Labor Day week is one of those rare weeks where many people work only four days, having Monday off for the federal holiday. Now, imagine doing that every week.
It turns out a growing number of businesses, and even some schools are throwing their support behind a four-day workweek. North College Hill High School in southwest Ohio is one of those schools.
Students and teachers are part of a unique experiment: a four-day week.
Algebra teacher Kara Graham says coming in just four days, with Monday a planning day, makes her work-life balance so much easier.
"I don't have to spend all day Sunday sitting at my computer doing my schoolwork. I have so much less stress," she said.

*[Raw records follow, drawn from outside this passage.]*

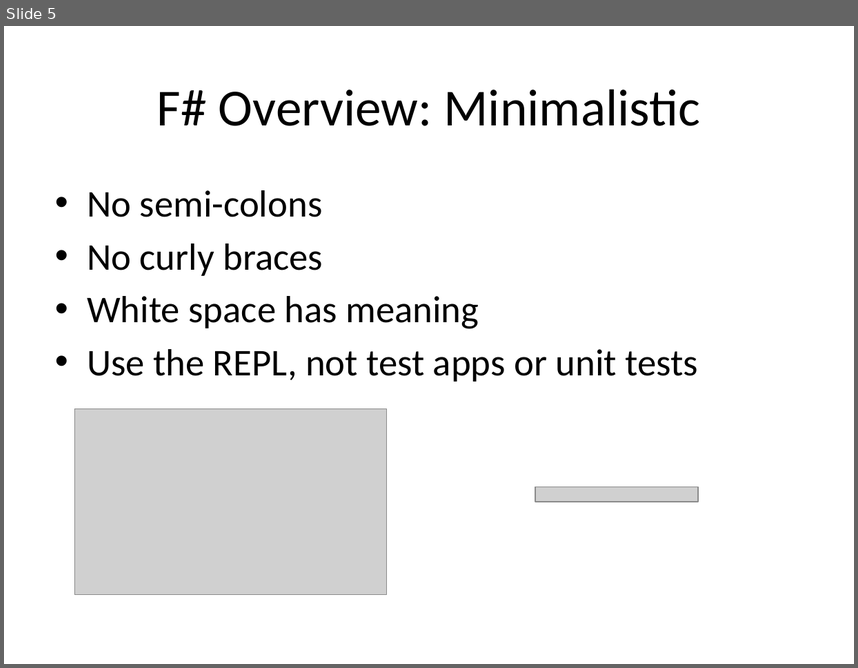
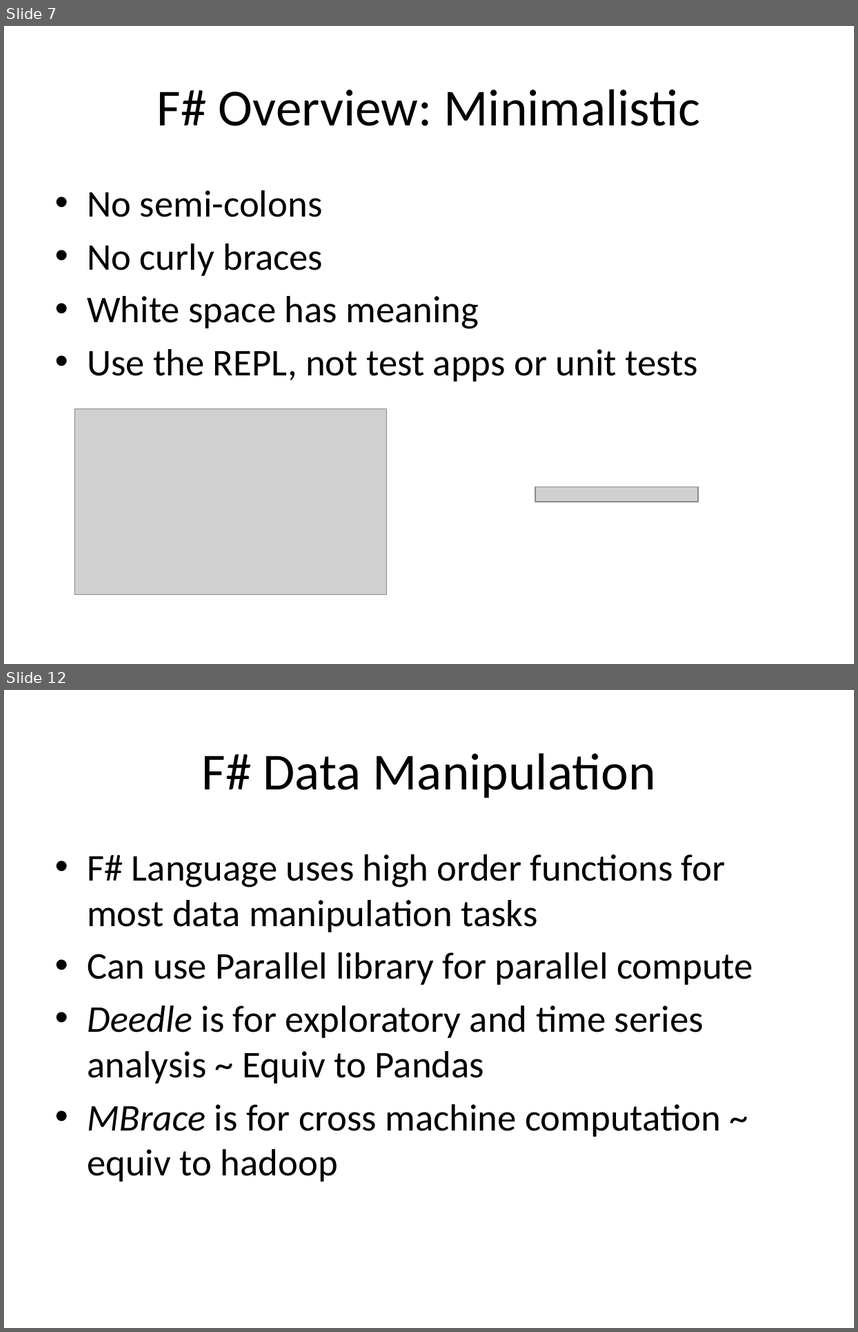
Before and after one commit to AlanGitHub00/PydataNYC, a slide deck: presentation/FSharpForData.pptx. Shown one above the other, each under a label of ours: slide 5 before the commit, slides 7 and 12 after it; the slides between them are not shown. The pictures are 858x668 and 858x1332 pixels, drawn with LibreOffice and Linux fonts; fonts in the diff are those of the drawing; grey boxes stand for pictures. Boxes give left, top, right and bottom in pixels: in the first picture for what was removed or moved away, otherwise in the second. Text is boxed around its words. In the diff, an @@ line names an element or a change of style, - is before the commit and + after.

Commit message:
Added Data Manipulation

```diff
--- a/presentation/FSharpForData.pptx
+++ b/presentation/FSharpForData.pptx
@@ slide 12 added at <box>4,690,854,1328</box>, background #FFFFFF @@
@@ title added at <box>201,753,656,798</box>, 44 pt, text #000000 @@
+F# Data Manipulation
@@ text added at <box>87,854,753,1181</box>, 32 pt, text #000000 @@
+• F# Language uses high order functions for most data manipulation tasks
+• Can use Parallel library for parallel compute
+• Deedle is for exploratory and time series analysis ~ Equiv to Pandas
+• MBrace is for cross machine computation ~ equiv to hadoop
@@ what was slide 5 is now slide 7 @@
```
Also in this commit, not shown: 1 slide changed, 11 other slides added, 8 other files.

Many other industries are giving it a shot, too.
Job listings post four-day weeks
CEO Gabe Greenberg says at first, employees had off every other Friday. But last year, he says, "We announced that we're gonna move full-time permanently to the four-day workweek."
But a shorter workweek is not without its challenges. If given the option, Toni Frana with FlexJobs says ask yourself these questions:
"How will you be able to work longer days if that's really what's required," she said. "Will you need child care for some of those longer days?"
At G2i, the shorter workweek is helping with recruitment.
"We are getting quite a few leaders from our direct competitors," Greenberg said.
Teachers have more energy, enthusiasm
School superintendent Eugene Blalock says he's seeing teachers much more enthusiastic about their jobs.
"Wellness, teacher wellness and morale was at an all-time low last year," he said. "Now they say they are much more enthusiastic about coming to work, are having much less stress."
He says other districts from around the country are calling him to see if a shorter week might be a solution for them.